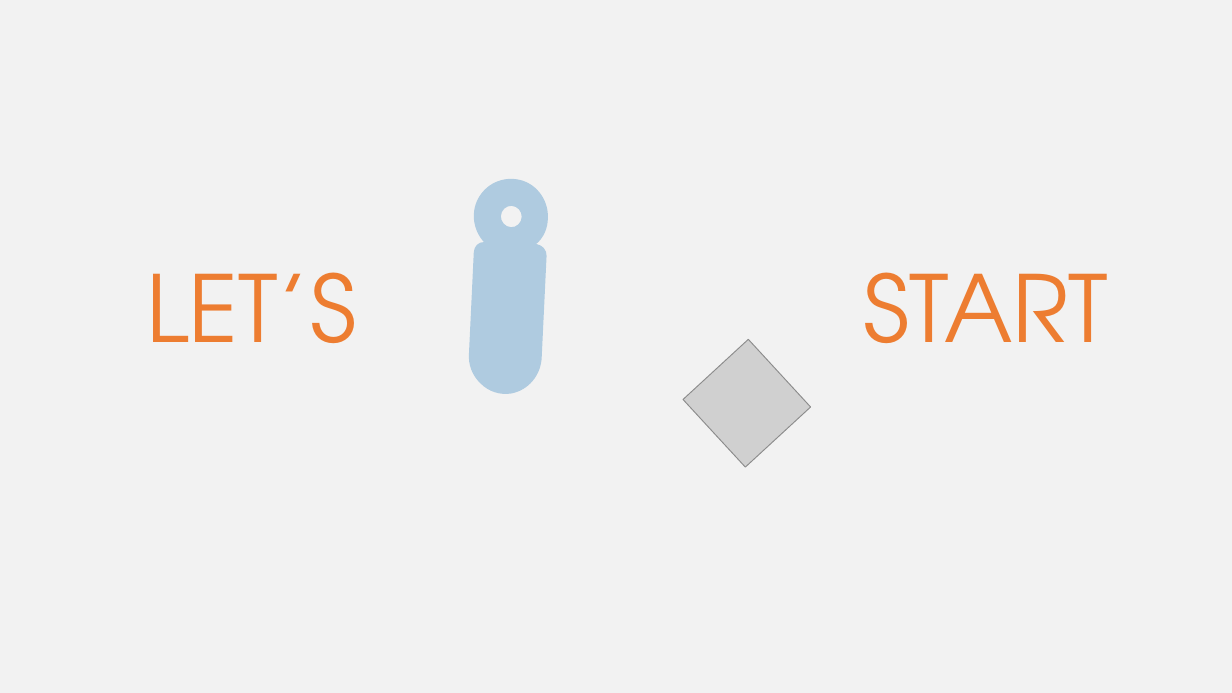
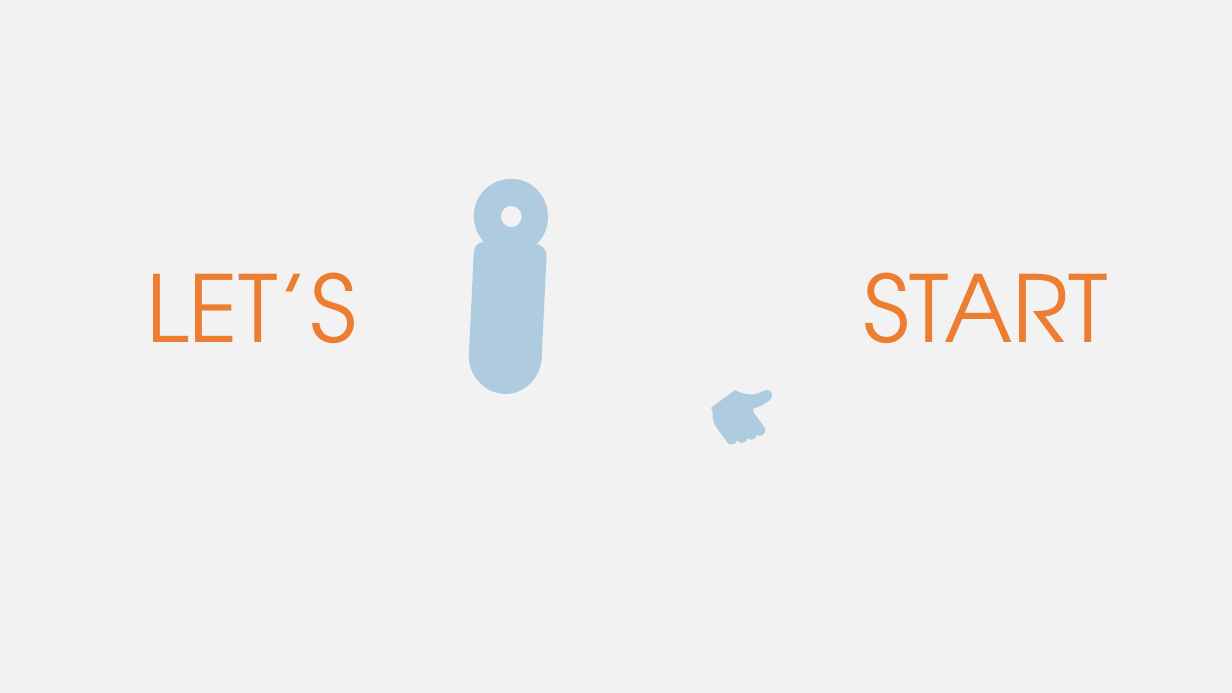
Before and after one commit to w3c/wot-cg, a slide deck: slide 36 of Tutorials/whatiswot/1.WoT/1.WOT.pptx (slide 35 before the commit). Drawn at 1232x693 pixels with LibreOffice and Linux fonts; fonts in the diff are those of the drawing; grey boxes stand for pictures. Boxes give left, top, right and bottom in pixels: in the first picture for what was removed or moved away, otherwise in the second. Text is boxed around its words. In the diff, an @@ line names an element or a change of style, - is before the commit and + after.

```diff
--- a/Tutorials/whatiswot/1.WoT/1.WOT.pptx
+++ b/Tutorials/whatiswot/1.WoT/1.WOT.pptx
@@ picture removed at (684,339,812,467) @@
@@ freeform shape added at (706,374,789,454), fill #AFCBE0 @@
```
Also in this commit, not shown: 5 other slides changed, 1 slide added, 13 other files.
########################################
● **The problem**:
Taking the lines above one at a time, give the number of them that contain the string "Tutorials". Add nothing else.

● **Task solution**:
3